- _Data to use_
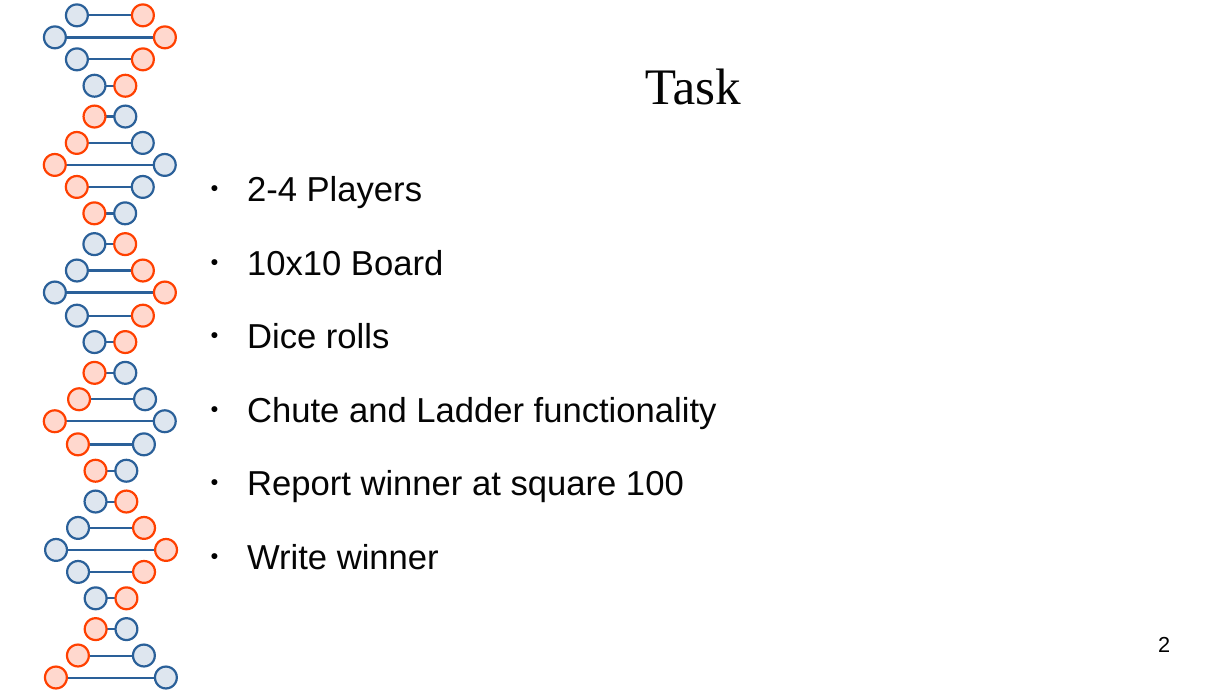
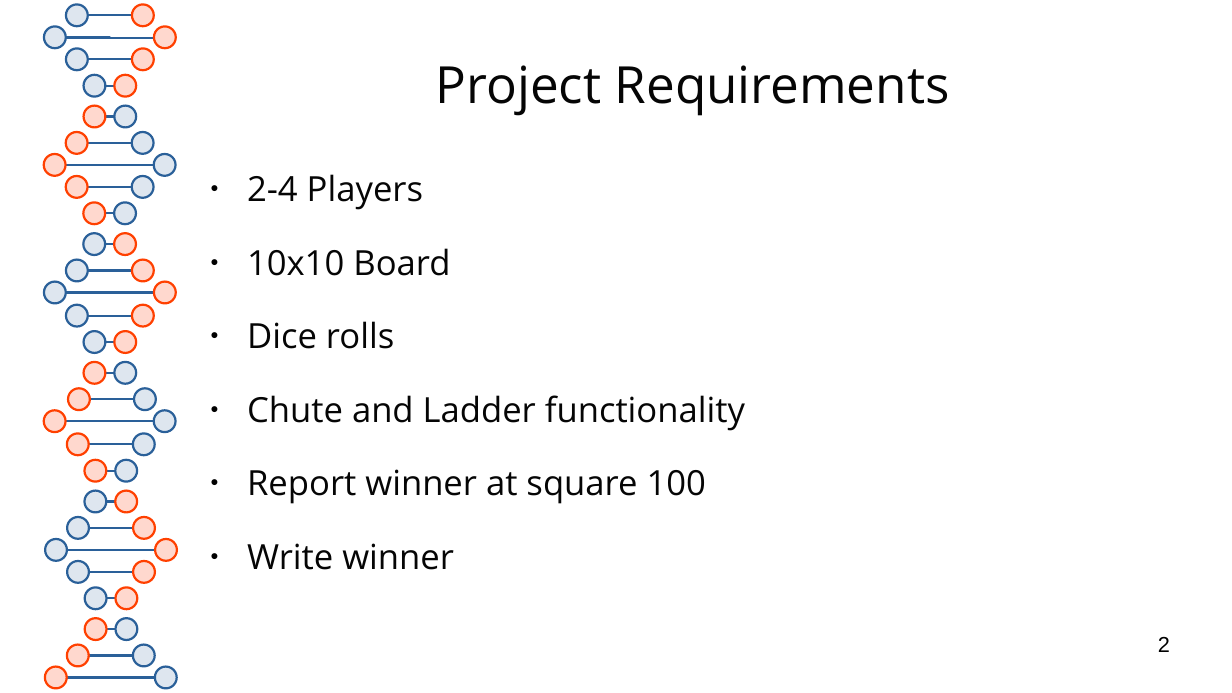
Before and after one commit to RedOctober117/ChutesAndLadders, a slide deck: slide 2 of documentation/presentation.pptx. Drawn at 1232x693 pixels with LibreOffice and Linux fonts; fonts in the diff are those of the drawing. Boxes give left, top, right and bottom in pixels: in the first picture for what was removed or moved away, otherwise in the second. Text is boxed around its words. In the diff, an @@ line names an element or a change of style, - is before the commit and + after.

Commit message:
New slides for DiceAnalogue

```diff
--- a/documentation/presentation.pptx
+++ b/documentation/presentation.pptx
@@ title at bbox=[436, 65, 950, 116]: text changed; font Times New Roman to Open Sans @@
-Task
+Project Requirements
@@ text "2-4 Players" at bbox=[247, 174, 745, 570]: font Arial to Open Sans @@
```
Also in this commit, not shown: 6 other slides changed, 2 slides added, 3 other files.

- _What the task requires_
Your answer should be a number only: the count of lines above in which the string "slides" appears.

- _Result_
2